Erie County's daily positivity rate reached 9.4% on Nov. 30, and the Western New York region’s 7-day rolling average positivity rate as of Jan. 3 was 8.4%, with the daily positive rate for Jan. 3 at 10.2%.
"Such figures greatly exceed metrics previously set for the red zone designation, much less orange zone designation, Nowak said.
"The DOH clearly is not relying upon such data for their designations, as much of the Western Region has no designation at all and portions of Erie County remain in the yellow zone," Nowak said.
Dozens of restaurant owners, in court affidavits, said no Covid-19 cases have been traced to their businesses. They said they were able to safely operate when Erie County was designated as a less-restrictive yellow zone and they could offer indoor dining. They say they have not heard any reason why they would be unable to safely operate following the same safety protocols under the orange zone designation, or under an even more restrictive red zone designation if it is made.
The restaurateurs pointed to a slide displayed during Gov. Andrew Cuomo's Dec. 11 news conference showing that only 1.4% of Covid-19 cases came from restaurants and bars.
At the recent court hearing, Assistant Attorney General Joel J. Terragnoli said the arguments on behalf of the restaurant owners exhibited "a fundamental misunderstanding of contact tracing."
The assistant attorney general called the 1.4% figure "one data point that informs our decisions, but it is not the end-all, be-all."
The legal action alleged that Gov. Andrew M. Cuomo and other state officials have acted in “clear violation” of their powers during the pandemic.
A state Health Department official submitted an affidavit acknowledging contact tracing, of course, relies on cooperation from the individuals who are contacted and that compliance is not always 100%.
"While limitations with contract tracing casts doubt on the statistic relied upon by (the restaurants), it also undermines and inhibits the DOH’s ability to properly designate specific areas under the microcluster-strategy, which is premised upon the state’s ability to identify areas of infection on a block-by-block basis," the judge said in his ruling.

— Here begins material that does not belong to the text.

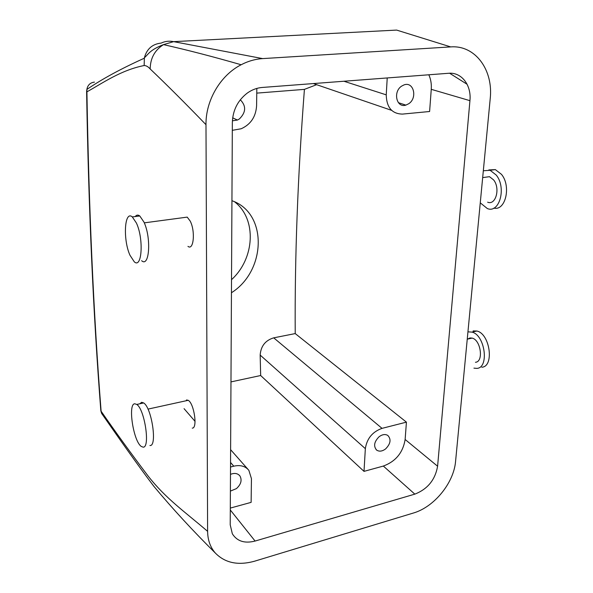 <?xml version="1.0" encoding="UTF-8"?>
<svg xmlns="http://www.w3.org/2000/svg" width="593" height="593" viewBox="0 0 593 593"><rect width="100%" height="100%" fill="white"/><g stroke="black" fill="none" stroke-linecap="round" stroke-linejoin="round"><path stroke-width="0.89" d="M488.832 169.939L495.348 169.605L501.478 174.342C511.418 186.187 505.525 211.16 493.865 208.106M483.325 170.769L490.107 170.287L496.215 175.046C506.704 187.633 499.462 213.769 487.335 208.551L480.715 203.214M484.392 177.366L489.492 176.684L493.598 179.894C500.544 188.27 495.763 205.652 487.646 202.191M449.598 73.228L467.121 84.295M450.702 46.906C475.393 44.949 493.45 70.144 490.211 98.66L455.587 461.265C453.86 482.924 434.158 507.074 413.314 513.049L254.782 561.134C238.297 565.752 225.147 563.061 215.341 553.054C210.307 547.302 207.728 540.067 207.609 531.343L205.986 124.686C205.63 100.484 220.374 75.333 241.151 64.748C248.119 61.131 255.286 59.078 262.655 58.603L450.702 46.906L396.643 30.087L173.623 41.643L262.655 58.603M469.93 100.662C471.583 85.229 461.599 71.998 448.582 73.28L262.202 87.46C256.932 87.89 251.966 89.758 247.311 93.057C237.8 100.402 232.812 110.194 232.352 122.432L230.21 524.82L232.33 533.782C237.067 541.29 244.657 543.714 255.094 541.053L414.826 494.132C427.62 489.121 435.21 479.819 437.597 466.224L469.93 100.662L431.259 89.328L429.606 111.506L402.514 114.093C392.017 113.893 386.592 107.481 386.236 94.85L387.229 77.942M475.453 362.286C483.844 361.886 480.849 339.959 472.147 338.099L469.96 337.951L467.684 339.077M86.652 90.729L86.919 91.841C102.774 83.02 120.802 70.182 144.143 65.526L144.395 57.736C146.819 48.893 152.416 44.008 161.177 43.089C165.002 41.236 169.146 40.754 173.623 41.643L163.512 44.631C187.203 49.968 213.08 56.676 241.151 64.748M144.143 65.526C146.145 65.541 148.161 66.69 150.185 68.973C150.326 58.225 154.773 50.108 163.512 44.631M150.185 68.973C166.885 84.881 185.49 103.449 205.986 124.686M102.811 415.137L101.603 413.38L101.106 411.216C115.086 431.452 130.779 453.089 148.191 476.135C165.884 498.72 184.912 511.826 207.609 531.343M183.845 217.564L187.203 217.12L190.205 221.093C195.527 231.24 193.659 250.965 187.959 246.369M186.476 399.964L188.189 400.305C194.119 403.344 197.803 428.62 192.251 428.116M316.632 84.688L304.417 89.373C297.745 176.247 294.684 257.644 295.225 333.585L406.427 422.142L405.13 439.487C402.995 452.578 395.739 461.436 383.345 466.061L364.006 471.368L260.661 375.525L230.974 381.899M230.514 467.025L233.783 466.187C240.321 464.734 245.346 466.113 248.867 470.338L251.447 478.647L251.121 502.367L230.299 508.09M428.813 74.785C430.815 79.165 431.63 84.013 431.259 89.328M468.596 331.887L471.946 332.102C485.037 334.889 489.455 367.942 476.824 368.386L473.94 368.149M100.714 409.17L101.106 411.216C93.538 313.853 88.802 207.394 86.919 91.841L86.874 89.424C87.66 85.118 90.18 82.679 94.435 82.108M408.762 103.716C417.724 97.964 413.662 81.226 404.055 84.888L401.602 86.141C392.736 91.833 396.532 108.237 405.857 105.117L408.762 103.716M256.769 93.123L304.417 89.373M260.661 375.525L260.164 355.081C260.838 346.127 265.353 340.382 273.714 337.84L295.225 333.585M231.937 200.701C267.895 213.176 266.25 270.845 231.448 292.749M364.006 471.368L365.347 448.656C366.904 438.553 372.463 431.793 382.033 428.361L406.427 422.142M385.598 448.916C390.639 443.772 391.373 439.272 387.792 435.432C385.22 433.943 382.315 434.38 379.09 436.752C374.109 441.792 373.308 446.255 376.688 450.139C379.305 451.777 382.27 451.369 385.598 448.916M230.388 491.1L236.422 488.617C241.025 484.414 242.196 480.197 239.943 475.964C237.719 473.296 234.569 472.762 230.477 474.363M256.828 88.416L256.591 105.836C255.828 116.821 250.698 124.456 241.195 128.755L232.308 130.327M232.397 120.809L237.437 120.045L239.29 119.023C246.028 112.448 246.377 106.036 240.313 99.78M481.775 367.223C494.466 366.748 490.063 333.785 476.92 331.027L473.125 330.916M234.68 201.872C257.028 219.277 254.775 258.592 231.515 279.674M135.248 216.541C136.538 214.866 138.05 214.673 139.778 215.956L143.921 222.027C151.482 237.719 149.458 267.932 141.631 260.698M149.918 445.506C157.493 446.729 151.801 407.791 143.684 402.951L141.653 402.291L139.8 403.789M136.405 223.027C143.877 238.794 141.986 269.089 134.277 261.802L129.971 255.235C122.847 239.713 124.426 209.974 132.313 216.927L136.405 223.027M134.767 403.774C127.643 403.811 133.403 441.422 141.304 446.455L143.032 447.129C150.474 448.39 144.759 409.333 136.768 404.448L134.767 403.774M437.597 466.224L405.13 439.487M414.826 494.132L383.345 466.061M255.094 541.053L230.292 509.965M391.654 110.372L313.363 83.569M382.033 428.361L273.714 337.84M365.347 448.656L260.164 355.081M233.783 466.187L230.544 462.444M195.053 421.371L184.075 408.666M386.236 94.85L343.903 81.241M490.107 170.287L495.348 169.605M482.672 177.596L489.492 176.684M472.147 338.099L467.247 339.174M101.603 413.38C116.732 435.092 137.598 465.023 153.809 486.253C172.341 508.52 192.851 530.787 215.341 553.054M101.596 413.365L100.84 410.816C93.257 313.504 88.513 207.105 86.608 91.633L86.874 89.424C102.122 79.017 121.261 68.61 144.299 58.225M144.395 57.736C148.257 54.519 149.443 50.064 163.675 44.542M144.284 222.857L187.203 217.12M188.189 400.305L147.961 409.118M476.92 331.027L471.946 332.102M398.377 102.671L405.857 105.117M247.837 469.167L230.61 449.672M376.095 449.62L376.688 450.139M239.298 475.215L239.943 475.964M232.678 117.829L237.437 120.045M132.313 216.927L139.778 215.956M143.684 402.951L136.768 404.448"/></g></svg>

The state has considered contact tracing data in crafting its Covid-19 response, but the limitations to the tracing mean it cannot be the sole driving factor in deciding what restrictions should be imposed, state officials have said. The contact tracing data does not displace the science and other information that state public health officials have accumulated and relied on during the past nine months, Terragnoli said.
The restaurants' lawsuit revealed financial losses that reach into the millions at some of the bigger, well-known establishments, but also losses in the tens and hundreds of thousands of dollars that were just as crushing to the smaller restaurants involved in the legal case.
Affidavits from two dozen Buffalo area restaurants also showed at least 856 job cuts since March.